The strength of the T‐to‐C signal change for 5fU depended on the choice of polymerase (Table S2), and we chose Bst DNA Polymerase, Large Fragment (obtained from New England Biolabs) for further study owing to its capability to induce T‐to‐C signal change at 5hmU sites without introducing noise at unmodified sites.
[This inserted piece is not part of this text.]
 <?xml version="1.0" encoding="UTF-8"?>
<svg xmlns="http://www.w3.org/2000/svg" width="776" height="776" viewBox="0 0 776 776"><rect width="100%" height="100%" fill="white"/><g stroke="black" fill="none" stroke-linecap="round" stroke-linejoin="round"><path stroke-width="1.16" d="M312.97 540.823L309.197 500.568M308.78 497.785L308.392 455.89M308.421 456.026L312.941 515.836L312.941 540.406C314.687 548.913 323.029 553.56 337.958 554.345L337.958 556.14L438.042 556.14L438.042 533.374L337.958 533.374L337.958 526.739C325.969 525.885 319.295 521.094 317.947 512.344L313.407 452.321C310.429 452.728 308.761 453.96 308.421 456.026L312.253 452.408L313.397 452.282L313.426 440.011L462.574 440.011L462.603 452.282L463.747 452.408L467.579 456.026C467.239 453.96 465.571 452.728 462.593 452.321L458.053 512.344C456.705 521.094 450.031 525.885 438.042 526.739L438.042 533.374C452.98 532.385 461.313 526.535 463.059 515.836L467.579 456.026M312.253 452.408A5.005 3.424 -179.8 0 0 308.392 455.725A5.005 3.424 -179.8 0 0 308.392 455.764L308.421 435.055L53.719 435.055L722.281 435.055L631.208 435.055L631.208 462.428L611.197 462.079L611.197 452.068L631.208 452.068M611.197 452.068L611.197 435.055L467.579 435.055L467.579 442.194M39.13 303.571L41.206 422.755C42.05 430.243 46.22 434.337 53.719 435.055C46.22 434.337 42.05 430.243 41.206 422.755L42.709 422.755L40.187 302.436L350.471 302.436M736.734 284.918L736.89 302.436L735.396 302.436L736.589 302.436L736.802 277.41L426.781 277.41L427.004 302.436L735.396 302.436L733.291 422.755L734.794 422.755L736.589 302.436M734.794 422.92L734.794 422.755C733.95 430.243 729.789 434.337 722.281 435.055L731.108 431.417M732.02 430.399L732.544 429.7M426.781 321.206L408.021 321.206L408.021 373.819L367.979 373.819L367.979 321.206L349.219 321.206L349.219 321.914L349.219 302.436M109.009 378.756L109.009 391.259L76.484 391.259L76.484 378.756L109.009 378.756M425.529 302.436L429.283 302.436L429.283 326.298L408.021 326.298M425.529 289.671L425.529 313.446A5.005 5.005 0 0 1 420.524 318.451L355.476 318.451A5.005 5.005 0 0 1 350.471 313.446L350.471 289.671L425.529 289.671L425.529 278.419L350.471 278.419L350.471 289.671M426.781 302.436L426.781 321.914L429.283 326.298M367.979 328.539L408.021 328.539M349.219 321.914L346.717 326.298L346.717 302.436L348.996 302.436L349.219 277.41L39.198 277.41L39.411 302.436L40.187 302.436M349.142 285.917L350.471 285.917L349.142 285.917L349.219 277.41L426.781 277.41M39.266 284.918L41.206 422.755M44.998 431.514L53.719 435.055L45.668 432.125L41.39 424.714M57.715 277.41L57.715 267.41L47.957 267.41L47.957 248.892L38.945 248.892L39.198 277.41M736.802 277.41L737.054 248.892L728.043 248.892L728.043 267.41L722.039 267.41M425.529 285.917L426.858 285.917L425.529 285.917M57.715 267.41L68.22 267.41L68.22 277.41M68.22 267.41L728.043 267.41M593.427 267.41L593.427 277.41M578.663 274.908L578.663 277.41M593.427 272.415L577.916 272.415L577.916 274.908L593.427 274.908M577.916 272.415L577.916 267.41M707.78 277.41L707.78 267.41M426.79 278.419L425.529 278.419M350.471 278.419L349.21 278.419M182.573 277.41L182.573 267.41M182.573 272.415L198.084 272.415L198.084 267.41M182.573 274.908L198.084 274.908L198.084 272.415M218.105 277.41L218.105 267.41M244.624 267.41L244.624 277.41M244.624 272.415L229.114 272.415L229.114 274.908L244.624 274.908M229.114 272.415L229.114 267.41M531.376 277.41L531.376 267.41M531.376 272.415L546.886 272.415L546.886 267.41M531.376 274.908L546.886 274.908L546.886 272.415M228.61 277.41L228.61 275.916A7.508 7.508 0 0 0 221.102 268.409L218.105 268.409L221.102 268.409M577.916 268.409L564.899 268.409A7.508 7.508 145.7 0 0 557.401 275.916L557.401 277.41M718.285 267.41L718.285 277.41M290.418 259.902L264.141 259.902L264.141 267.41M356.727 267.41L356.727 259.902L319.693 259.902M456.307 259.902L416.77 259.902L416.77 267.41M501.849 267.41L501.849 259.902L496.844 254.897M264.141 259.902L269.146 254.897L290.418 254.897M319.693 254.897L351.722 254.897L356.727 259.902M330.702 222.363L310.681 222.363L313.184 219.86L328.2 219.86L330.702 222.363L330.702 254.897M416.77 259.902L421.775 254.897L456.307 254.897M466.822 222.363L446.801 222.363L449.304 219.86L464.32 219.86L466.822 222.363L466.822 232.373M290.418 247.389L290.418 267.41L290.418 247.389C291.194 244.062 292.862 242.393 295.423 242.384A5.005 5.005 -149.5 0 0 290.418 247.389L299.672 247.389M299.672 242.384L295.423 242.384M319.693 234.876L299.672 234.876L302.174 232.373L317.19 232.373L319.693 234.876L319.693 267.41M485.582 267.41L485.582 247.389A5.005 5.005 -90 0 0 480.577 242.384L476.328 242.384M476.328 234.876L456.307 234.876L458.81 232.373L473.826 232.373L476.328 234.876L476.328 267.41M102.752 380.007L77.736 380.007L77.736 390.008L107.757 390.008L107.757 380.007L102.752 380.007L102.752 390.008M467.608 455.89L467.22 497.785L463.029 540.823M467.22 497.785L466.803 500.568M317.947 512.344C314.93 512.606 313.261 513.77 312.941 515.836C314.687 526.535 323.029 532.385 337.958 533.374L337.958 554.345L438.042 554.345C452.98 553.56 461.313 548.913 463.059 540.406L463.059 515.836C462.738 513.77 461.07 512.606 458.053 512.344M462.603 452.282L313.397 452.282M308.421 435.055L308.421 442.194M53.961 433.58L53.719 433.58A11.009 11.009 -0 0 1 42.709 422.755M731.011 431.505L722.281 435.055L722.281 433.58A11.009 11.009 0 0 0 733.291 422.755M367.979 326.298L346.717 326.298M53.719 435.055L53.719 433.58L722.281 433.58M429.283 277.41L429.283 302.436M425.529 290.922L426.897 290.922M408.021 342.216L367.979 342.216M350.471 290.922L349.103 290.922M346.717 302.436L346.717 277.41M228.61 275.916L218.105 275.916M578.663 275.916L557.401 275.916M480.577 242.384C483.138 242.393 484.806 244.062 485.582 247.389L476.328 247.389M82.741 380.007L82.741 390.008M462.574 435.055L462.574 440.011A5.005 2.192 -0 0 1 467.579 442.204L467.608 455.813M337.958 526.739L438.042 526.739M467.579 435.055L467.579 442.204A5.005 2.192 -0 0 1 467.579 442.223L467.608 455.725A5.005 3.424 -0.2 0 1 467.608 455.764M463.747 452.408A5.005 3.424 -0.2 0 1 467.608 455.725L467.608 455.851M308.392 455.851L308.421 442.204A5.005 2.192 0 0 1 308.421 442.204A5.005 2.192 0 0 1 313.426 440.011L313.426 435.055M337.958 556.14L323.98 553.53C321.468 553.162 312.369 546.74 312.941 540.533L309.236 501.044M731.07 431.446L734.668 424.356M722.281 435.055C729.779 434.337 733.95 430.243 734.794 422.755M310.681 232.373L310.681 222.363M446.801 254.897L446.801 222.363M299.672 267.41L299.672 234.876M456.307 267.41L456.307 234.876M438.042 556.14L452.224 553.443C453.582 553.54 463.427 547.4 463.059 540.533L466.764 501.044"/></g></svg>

When using a separate ODN model modified with varying levels of 5hmU at two defined positions (0–26 %, ODN2), the strength of the “C” signal at 5hmU (percent C counts over the sum of C and T counts, %C/(C+T)) increased linearly with the level of 5hmU (Figure S2 a). At a sequencing coverage depth of 100× in ODN2, 5hmU was detectable down to an incorporation level of 15 % (fold‐change of “C” signal compared to the no‐oxidation control, Figure S2b, data available at https://github.com/sblab-bioinformatics/5hmUseq).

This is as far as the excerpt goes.